***** Material to process *****

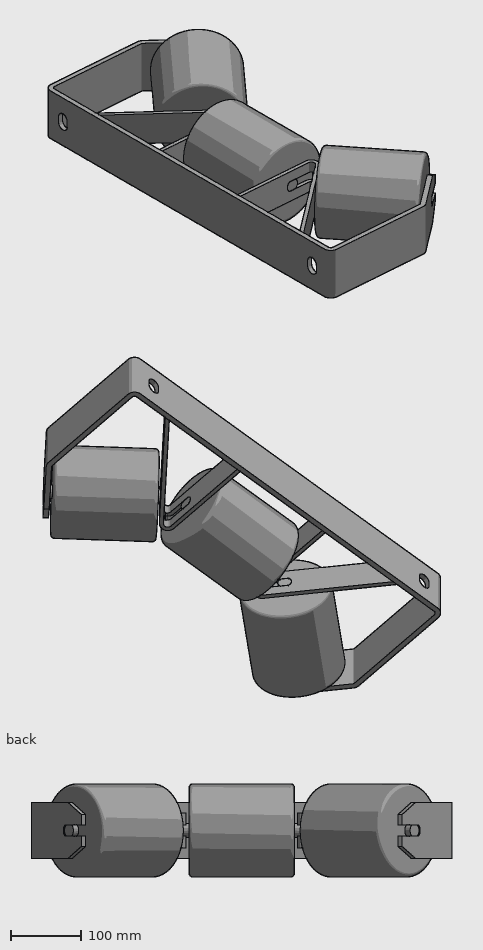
import cadquery as cq
import math

frame_width = 600.0
frame_thickness = 8.0
frame_height = 80.5
frame_inner_bend = 5.0
side_length = 185.0
wing_length = 111.0
wing_angle = 50.0
wing_chamfer_length = 30.0
wing_chamfer_height = 17.5

mount_slot_width = 18.0
mount_slot_height = 27.0
mount_slot_spacing = 523.0

roller_diameter = 133.0
roller_length = 150.0
roller_fillet = 5.5
axle_diameter = 20.0
axle_flats = 16.0
axle_length = 170.0
support_gap = 158.5
axle_from_wing_tip = 30.0
middle_roller_y = 125.5

bracket_thickness = 6.0
bracket_height = 50.0
bracket_inner_bend = 6.0
leg_weld_depth = 0.5

half_width = frame_width / 2
wing_radians = math.radians(wing_angle)
along_wing = cq.Vector(math.cos(wing_radians), math.sin(wing_radians), 0)
along_axle = cq.Vector(math.sin(wing_radians), -math.cos(wing_radians), 0)

wing_corner = cq.Vector(-half_width, side_length, 0)
wing_tip = wing_corner + along_wing * wing_length
left_roller_center = (
    wing_tip - along_wing * axle_from_wing_tip + along_axle * (frame_thickness + support_gap / 2)
)
middle_roller_center = cq.Vector(0, middle_roller_y, 0)

bracket_outer_bend = bracket_inner_bend + bracket_thickness
bend_to_roller = support_gap / 2 + bracket_outer_bend
bend_x = -bend_to_roller
bend_y = left_roller_center.y + (
    (bend_x - left_roller_center.x) * along_axle.x - bend_to_roller
) / -along_axle.y
bend_center = cq.Vector(bend_x, bend_y, 0)


def mirrored(body):
    return body.mirror("YZ")


def strip(outline, height):
    """Extrude a closed XY outline symmetrically about Z = 0."""
    return outline.extrude(height).translate((0, 0, -height / 2))


def cylinder(diameter, length):
    """A cylinder along X, centred at the origin."""
    return cq.Workplane("YZ").workplane(offset=-length / 2).circle(diameter / 2).extrude(length)


def placed(shape, center, direction):
    """Move a shape built along X so that its X axis follows direction through center."""
    turn = math.degrees(math.atan2(direction.y, direction.x))
    return shape.rotate((0, 0, 0), (0, 0, 1), turn).translate(center)


def flatted_axle(length):
    """An axle along X with flats on its top and bottom."""
    flats = cq.Workplane().box(length, axle_diameter, axle_flats)
    return cylinder(axle_diameter, length).intersect(flats)


def axle_slot(center, direction, open_direction, support_thickness):
    """Cutter for the open slot that seats an axle in the support at the end of direction."""
    depth = 2 * support_thickness
    middle = center + direction * (support_gap / 2 + support_thickness / 2)
    seat = flatted_axle(depth)
    opening_length = 2 * axle_from_wing_tip
    opening = cq.Workplane().box(depth, opening_length, axle_flats)
    opening_center = middle + open_direction * (opening_length / 2)
    return placed(seat, middle, direction).union(placed(opening, opening_center, direction))


def frame_strip():
    """The bent strip, drawn with sharp corners and then rounded at its four bends."""
    inner_wing_drop = frame_thickness * math.tan((math.pi / 2 - wing_radians) / 2)
    inner_tip = wing_tip + along_axle * frame_thickness
    outer_base = (-half_width, 0)
    inner_base = (-half_width + frame_thickness, frame_thickness)
    outer_side = (-half_width, side_length)
    inner_side = (-half_width + frame_thickness, side_length - inner_wing_drop)
    left_outer = [(wing_tip.x, wing_tip.y), outer_side, outer_base]
    left_inner = [inner_base, inner_side, (inner_tip.x, inner_tip.y)]
    right_outer = [(-x, y) for x, y in reversed(left_outer)]
    right_inner = [(-x, y) for x, y in reversed(left_inner)]
    outline = cq.Workplane().polyline(left_outer + right_outer + right_inner + left_inner).close()
    body = strip(outline, frame_height)

    outer_bend = frame_inner_bend + frame_thickness
    bends = [
        (outer_base, outer_bend),
        (outer_side, outer_bend),
        (inner_base, frame_inner_bend),
        (inner_side, frame_inner_bend),
    ]
    for (x, y), radius in bends:
        for corner_x in (x, -x):
            body = body.edges(cq.NearestToPointSelector((corner_x, y, 0))).fillet(radius)
    return body


def wing_cutter():
    """Both tip chamfers and the axle slot of the left wing."""
    cutter = axle_slot(left_roller_center, along_axle * -1, along_wing, frame_thickness)
    top = frame_height / 2
    corner = (
        cq.Workplane("YZ")
        .polyline([(-wing_chamfer_length, top), (0, top), (0, top - wing_chamfer_height)])
        .close()
        .extrude(2 * frame_thickness, both=True)
    )
    for chamfer in (corner, corner.mirror("XY")):
        cutter = cutter.union(placed(chamfer, wing_tip, along_axle))
    return cutter


def make_bracket():
    """The left bracket, with an axle slot in its upright and another in its leg."""
    upright_direction = cq.Vector(1, 0, 0)
    leg_direction = along_axle * -1
    bend_top = (upright_direction + leg_direction).normalized()

    def bend_point(direction, radius):
        return (bend_center + direction * radius).toTuple()[:2]

    inner_leg_start = bend_center + leg_direction * bracket_inner_bend
    leg_length = (inner_leg_start.y - frame_thickness + leg_weld_depth) / along_wing.y
    inner_leg_end = inner_leg_start - along_wing * leg_length
    outer_leg_end = inner_leg_end + leg_direction * bracket_thickness
    outline = (
        cq.Workplane()
        .moveTo(bend_x + bracket_outer_bend, frame_thickness)
        .lineTo(*bend_point(upright_direction, bracket_outer_bend))
        .threePointArc(
            bend_point(bend_top, bracket_outer_bend), bend_point(leg_direction, bracket_outer_bend)
        )
        .lineTo(outer_leg_end.x, outer_leg_end.y)
        .lineTo(inner_leg_end.x, inner_leg_end.y)
        .lineTo(inner_leg_start.x, inner_leg_start.y)
        .threePointArc(
            bend_point(bend_top, bracket_inner_bend), bend_point(upright_direction, bracket_inner_bend)
        )
        .lineTo(bend_x + bracket_inner_bend, frame_thickness)
        .close()
    )
    up = cq.Vector(0, 1, 0)
    upright_slot = axle_slot(middle_roller_center, upright_direction * -1, up, bracket_thickness)
    leg_slot = axle_slot(left_roller_center, along_axle, along_wing, bracket_thickness)
    return strip(outline, bracket_height).cut(upright_slot).cut(leg_slot)


def make_roller(center, direction):
    """A roller with rounded rims and an axle whose ends are flattened to fit the slots."""
    drum = cylinder(roller_diameter, roller_length).edges("%CIRCLE").fillet(roller_fillet)
    axle = cylinder(axle_diameter, support_gap)
    roller = drum.union(axle).union(flatted_axle(axle_length))
    return placed(roller, center, direction)


def make_frame():
    """The strip, both brackets and the middle roller, joined in one solid."""
    mount_slots = (
        cq.Workplane("XZ")
        .pushPoints([(-mount_slot_spacing / 2, 0), (mount_slot_spacing / 2, 0)])
        .slot2D(mount_slot_height, mount_slot_width, 90)
        .extrude(-frame_thickness)
    )
    left_wing = wing_cutter()
    left_bracket = make_bracket()
    body = frame_strip().cut(mount_slots).cut(left_wing).cut(mirrored(left_wing))
    body = body.union(left_bracket).union(mirrored(left_bracket))
    return body.union(make_roller(middle_roller_center, cq.Vector(1, 0, 0)))


frame = make_frame()
left_roller = make_roller(left_roller_center, along_axle)
outer_rollers = [left_roller, mirrored(left_roller)]

result = cq.Compound.makeCompound([frame.val(), *[roller.val() for roller in outer_rollers]])
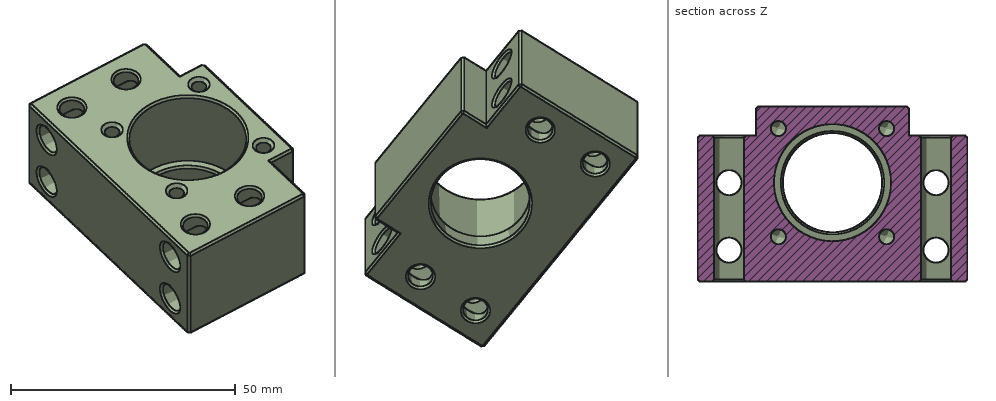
import cadquery as cq
import math

WIDTH = 60.0
HEIGHT = 39.0
DEPTH = 25.0
STEP_WIDTH = 34.0
SHOULDER_HEIGHT = 32.5
EDGE_CHAMFER = 0.5

BORE_CENTER_Y = 22.0
SEAT_DIAMETER = 26.0
OPENING_DIAMETER = 22.0
LIP_THICKNESS = 5.0

MOUNT_SPACING = 46.0
CROSS_HOLE_DIAMETER = 6.6
CROSS_HOLE_LEVELS_Z = (6.0, 19.0)
AXIAL_HOLE_DIAMETER = 5.5
AXIAL_HOLE_PITCH = 15.0
AXIAL_HOLE_LEVELS_Y = (BORE_CENTER_Y - AXIAL_HOLE_PITCH, BORE_CENTER_Y)

COVER_CIRCLE_DIAMETER = 34.0
COVER_HOLE_DIAMETER = 3.3
COVER_COUNTERSINK_DIAMETER = 4.8
COVER_HOLE_DEPTH = 10.0
DRILL_POINT_ANGLE = 118.0


def make_block():
    """T-shaped block with every convex edge chamfered."""
    half_width = WIDTH / 2
    half_step = STEP_WIDTH / 2
    block = (
        cq.Workplane("XY")
        .polyline([
            (-half_width, 0),
            (half_width, 0),
            (half_width, SHOULDER_HEIGHT),
            (half_step, SHOULDER_HEIGHT),
            (half_step, HEIGHT),
            (-half_step, HEIGHT),
            (-half_step, SHOULDER_HEIGHT),
            (-half_width, SHOULDER_HEIGHT),
        ])
        .close()
        .extrude(DEPTH)
    )
    outer_corners = "|Z and (<X or >X or >Y)"
    block = block.edges(outer_corners).chamfer(EDGE_CHAMFER)
    return block.faces("<Z or >Z").edges().chamfer(EDGE_CHAMFER)


def chamfered_hole_cutter(diameter, length):
    """Cutter from Z = 0 to Z = length, flared by the edge chamfer at both mouths."""
    radius = diameter / 2
    mouth_radius = radius + EDGE_CHAMFER
    return (
        cq.Workplane("XZ")
        .polyline([
            (0, 0),
            (mouth_radius, 0),
            (radius, EDGE_CHAMFER),
            (radius, length - EDGE_CHAMFER),
            (mouth_radius, length),
            (0, length),
        ])
        .close()
        .revolve(360, (0, 0, 0), (0, 1, 0))
    )


def bore_cutter():
    """Rear opening and bearing seat, with chamfered mouths and lip edge."""
    opening = chamfered_hole_cutter(OPENING_DIAMETER, LIP_THICKNESS)
    seat_depth = DEPTH - LIP_THICKNESS
    seat = (
        cq.Workplane("XY")
        .workplane(offset=LIP_THICKNESS)
        .circle(SEAT_DIAMETER / 2)
        .extrude(seat_depth)
    )
    mouth_radius = SEAT_DIAMETER / 2 + EDGE_CHAMFER
    mouth = (
        cq.Workplane("XY")
        .workplane(offset=DEPTH)
        .circle(mouth_radius)
        .extrude(-EDGE_CHAMFER, taper=45)
    )
    return opening.union(seat).union(mouth).translate((0, BORE_CENTER_Y, 0))


def cover_hole_cutter():
    """Countersunk blind hole going down from Z = 0, with a drill-point bottom."""
    radius = COVER_HOLE_DIAMETER / 2
    sink_radius = COVER_COUNTERSINK_DIAMETER / 2
    sink_depth = sink_radius - radius
    point_depth = radius / math.tan(math.radians(DRILL_POINT_ANGLE / 2))
    return (
        cq.Workplane("XZ")
        .polyline([
            (0, 0),
            (sink_radius, 0),
            (radius, -sink_depth),
            (radius, -COVER_HOLE_DEPTH),
            (0, -COVER_HOLE_DEPTH - point_depth),
        ])
        .close()
        .revolve(360, (0, 0, 0), (0, 1, 0))
    )


result = make_block().cut(bore_cutter())

axial_hole = chamfered_hole_cutter(AXIAL_HOLE_DIAMETER, DEPTH)
cross_hole = chamfered_hole_cutter(CROSS_HOLE_DIAMETER, SHOULDER_HEIGHT).rotate(
    (0, 0, 0), (1, 0, 0), -90
)
cover_hole = cover_hole_cutter()
cover_offset = COVER_CIRCLE_DIAMETER / 2 * math.sin(math.radians(45))

for side in (-1, 1):
    mount_x = side * MOUNT_SPACING / 2
    for level_y in AXIAL_HOLE_LEVELS_Y:
        result = result.cut(axial_hole.translate((mount_x, level_y, 0)))
    for level_z in CROSS_HOLE_LEVELS_Z:
        result = result.cut(cross_hole.translate((mount_x, 0, level_z)))
    for direction in (-1, 1):
        cover_y = BORE_CENTER_Y + direction * cover_offset
        result = result.cut(cover_hole.translate((side * cover_offset, cover_y, DEPTH)))
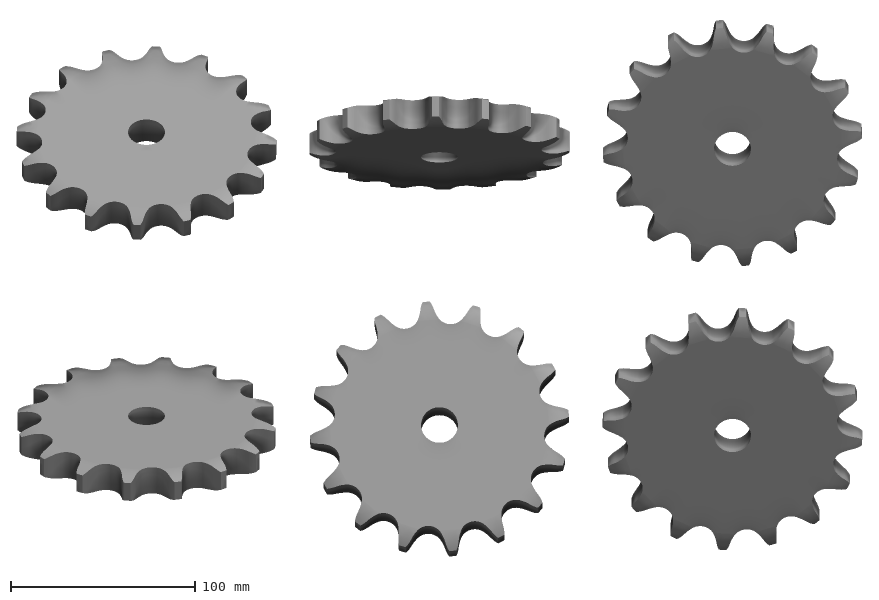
import cadquery as cq
import math

TOOTH_COUNT = 16
PITCH = 25.4
ROLLER_DIAMETER = 15.88
OUTSIDE_DIAMETER = 141.0
THICKNESS = 16.2
BORE_DIAMETER = 20.0

RELIEF_START_RADIUS = 59.3
RELIEF_ARC_RADIUS = 25.4

SEAT_DIAMETER_RATIO = 1.005
WORKING_RADIUS_RATIO = 1.3025
WORKING_OFFSET_RATIO = 0.8
TOPPING_OFFSET_RATIO = 1.4

SEAT_CLEARANCE = 0.0762
FLANK_CLEARANCE = SEAT_CLEARANCE / 2

OUTSIDE_RADIUS = OUTSIDE_DIAMETER / 2
PITCH_RADIUS = PITCH / 2 / math.sin(math.pi / TOOTH_COUNT)
TOOTH_ANGLE = 360 / TOOTH_COUNT
HALF_TOOTH_ANGLE = TOOTH_ANGLE / 2

SEAT_RADIUS = (SEAT_DIAMETER_RATIO * ROLLER_DIAMETER + SEAT_CLEARANCE) / 2
SEAT_END_ANGLE = 35 + 60 / TOOTH_COUNT
WORKING_ARC_ANGLE = 18 - 56 / TOOTH_COUNT
STRAIGHT_ANGLE = SEAT_END_ANGLE - WORKING_ARC_ANGLE
WORKING_CENTER_OFFSET = WORKING_OFFSET_RATIO * ROLLER_DIAMETER
WORKING_RADIUS = WORKING_RADIUS_RATIO * ROLLER_DIAMETER + FLANK_CLEARANCE
TOPPING_CENTER_OFFSET = TOPPING_OFFSET_RATIO * ROLLER_DIAMETER
TOPPING_ARC_ANGLE = 17 - 64 / TOOTH_COUNT
TOPPING_RADIUS = (
    WORKING_CENTER_OFFSET * math.cos(math.radians(WORKING_ARC_ANGLE))
    + TOPPING_CENTER_OFFSET * math.cos(math.radians(TOPPING_ARC_ANGLE))
    - WORKING_RADIUS
)


def offset(point, distance, angle):
    """Return the point at a distance from another, in the direction given in degrees."""
    direction = math.radians(angle)
    return (point[0] + distance * math.cos(direction), point[1] + distance * math.sin(direction))


def mirrored(point):
    """Return the point on the opposite flank of a gap centred on the Y axis."""
    return (-point[0], point[1])


def tip_corner(arc_center):
    """Return the point where the topping arc meets the outside circle, on the gap side."""
    center_distance = math.hypot(*arc_center)
    squares = OUTSIDE_RADIUS**2 + center_distance**2 - TOPPING_RADIUS**2
    cosine = squares / (2 * OUTSIDE_RADIUS * center_distance)
    center_angle = math.degrees(math.atan2(arc_center[1], arc_center[0]))
    return offset((0, 0), OUTSIDE_RADIUS, center_angle + math.degrees(math.acos(cosine)))


def make_gap_cutter():
    """Space between two teeth, centred on the +Y axis and open beyond the outside circle."""
    seat_center = (0, PITCH_RADIUS)
    seat_bottom = offset(seat_center, SEAT_RADIUS, -90)
    seat_end = offset(seat_center, SEAT_RADIUS, -SEAT_END_ANGLE)

    working_center = offset(seat_center, WORKING_CENTER_OFFSET, 180 - SEAT_END_ANGLE)
    working_middle = offset(working_center, WORKING_RADIUS, -(SEAT_END_ANGLE + STRAIGHT_ANGLE) / 2)
    working_end = offset(working_center, WORKING_RADIUS, -STRAIGHT_ANGLE)

    topping_center = offset(seat_center, TOPPING_CENTER_OFFSET, -HALF_TOOTH_ANGLE)
    topping_start_angle = 180 - STRAIGHT_ANGLE
    topping_start = offset(topping_center, TOPPING_RADIUS, topping_start_angle)
    tip = tip_corner(topping_center)
    tip_angle = math.degrees(math.atan2(tip[1] - topping_center[1], tip[0] - topping_center[0]))
    topping_middle = offset(topping_center, TOPPING_RADIUS, (topping_start_angle + tip_angle) / 2)

    outer_corner = (tip[0], OUTSIDE_RADIUS + ROLLER_DIAMETER)
    return (
        cq.Workplane("XY")
        .workplane(offset=-THICKNESS / 2)
        .moveTo(*mirrored(tip))
        .threePointArc(mirrored(topping_middle), mirrored(topping_start))
        .lineTo(*mirrored(working_end))
        .threePointArc(mirrored(working_middle), mirrored(seat_end))
        .threePointArc(seat_bottom, seat_end)
        .threePointArc(working_middle, working_end)
        .lineTo(*topping_start)
        .threePointArc(topping_middle, tip)
        .lineTo(*outer_corner)
        .lineTo(*mirrored(outer_corner))
        .close()
        .extrude(THICKNESS)
    )


def make_blank():
    """Bored disc with rounded relief towards the rim on both faces."""
    half_thickness = THICKNESS / 2
    rim_angle = math.degrees(math.acos((OUTSIDE_RADIUS - RELIEF_START_RADIUS) / RELIEF_ARC_RADIUS))
    arc_center = (RELIEF_START_RADIUS, half_thickness - RELIEF_ARC_RADIUS)
    arc_middle = offset(arc_center, RELIEF_ARC_RADIUS, (90 + rim_angle) / 2)
    rim = offset(arc_center, RELIEF_ARC_RADIUS, rim_angle)
    bore_radius = BORE_DIAMETER / 2
    return (
        cq.Workplane("XZ")
        .moveTo(bore_radius, -half_thickness)
        .lineTo(RELIEF_START_RADIUS, -half_thickness)
        .threePointArc((arc_middle[0], -arc_middle[1]), (rim[0], -rim[1]))
        .lineTo(*rim)
        .threePointArc(arc_middle, (RELIEF_START_RADIUS, half_thickness))
        .lineTo(bore_radius, half_thickness)
        .close()
        .revolve(360, (0, 0, 0), (0, 1, 0))
    )


def cut_gaps(blank):
    """Cut the tooth gaps, evenly spaced around the axis."""
    cutter = make_gap_cutter()
    for index in range(TOOTH_COUNT):
        blank = blank.cut(cutter.rotate((0, 0, 0), (0, 0, 1), index * TOOTH_ANGLE))
    return blank


result = cut_gaps(make_blank())
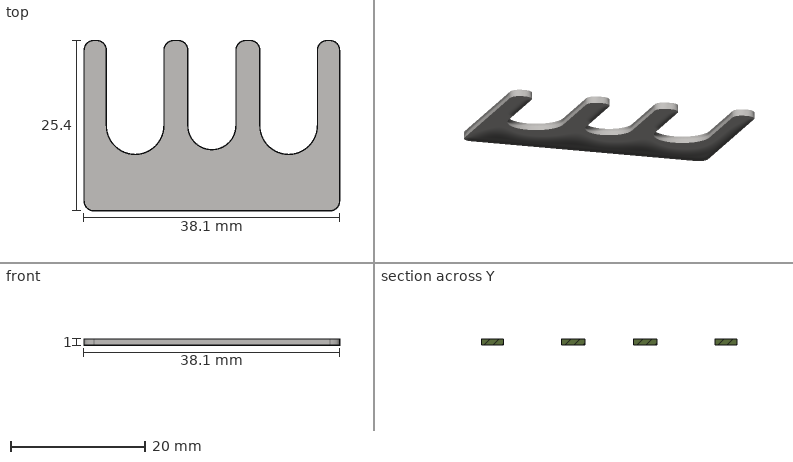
import cadquery as cq

length = 38.1
width = 25.4
thickness = 1.0
corner_radius = 1.5

outer_slot_width = 8.55
middle_slot_width = 7.12
outer_slot_offset = 11.43
slot_end_y = 0.0


def open_slot(center_x, slot_width):
    """Cutter with a round inner end, running out through the +Y edge."""
    radius = slot_width / 2
    edge_y = width / 2
    return (
        cq.Workplane("XY")
        .moveTo(center_x - radius, edge_y)
        .lineTo(center_x - radius, slot_end_y)
        .threePointArc((center_x, slot_end_y - radius), (center_x + radius, slot_end_y))
        .lineTo(center_x + radius, edge_y)
        .close()
        .extrude(thickness)
    )


plate = cq.Workplane("XY").rect(length, width).extrude(thickness)

slots = [
    (-outer_slot_offset, outer_slot_width),
    (0.0, middle_slot_width),
    (outer_slot_offset, outer_slot_width),
]
for center_x, slot_width in slots:
    plate = plate.cut(open_slot(center_x, slot_width))

tip_edges = plate.faces(">Y").edges("|Z")
rear_edges = plate.faces("<Y").edges("|Z")
result = plate.newObject(tip_edges.vals() + rear_edges.vals()).fillet(corner_radius)

*****

▶ [What you should do] Write out exactly the lines above between the line with "bent strip, drawn" and the line with "right_inner = [(-x, y)", inclusive, and nothing beyond them.

▶ [Output below]
    """The bent strip, drawn with sharp corners and then rounded at its four bends."""
    inner_wing_drop = frame_thickness * math.tan((math.pi / 2 - wing_radians) / 2)
    inner_tip = wing_tip + along_axle * frame_thickness
    outer_base = (-half_width, 0)
    inner_base = (-half_width + frame_thickness, frame_thickness)
    outer_side = (-half_width, side_length)
    inner_side = (-half_width + frame_thickness, side_length - inner_wing_drop)
    left_outer = [(wing_tip.x, wing_tip.y), outer_side, outer_base]
    left_inner = [inner_base, inner_side, (inner_tip.x, inner_tip.y)]
    right_outer = [(-x, y) for x, y in reversed(left_outer)]
    right_inner = [(-x, y) for x, y in reversed(left_inner)]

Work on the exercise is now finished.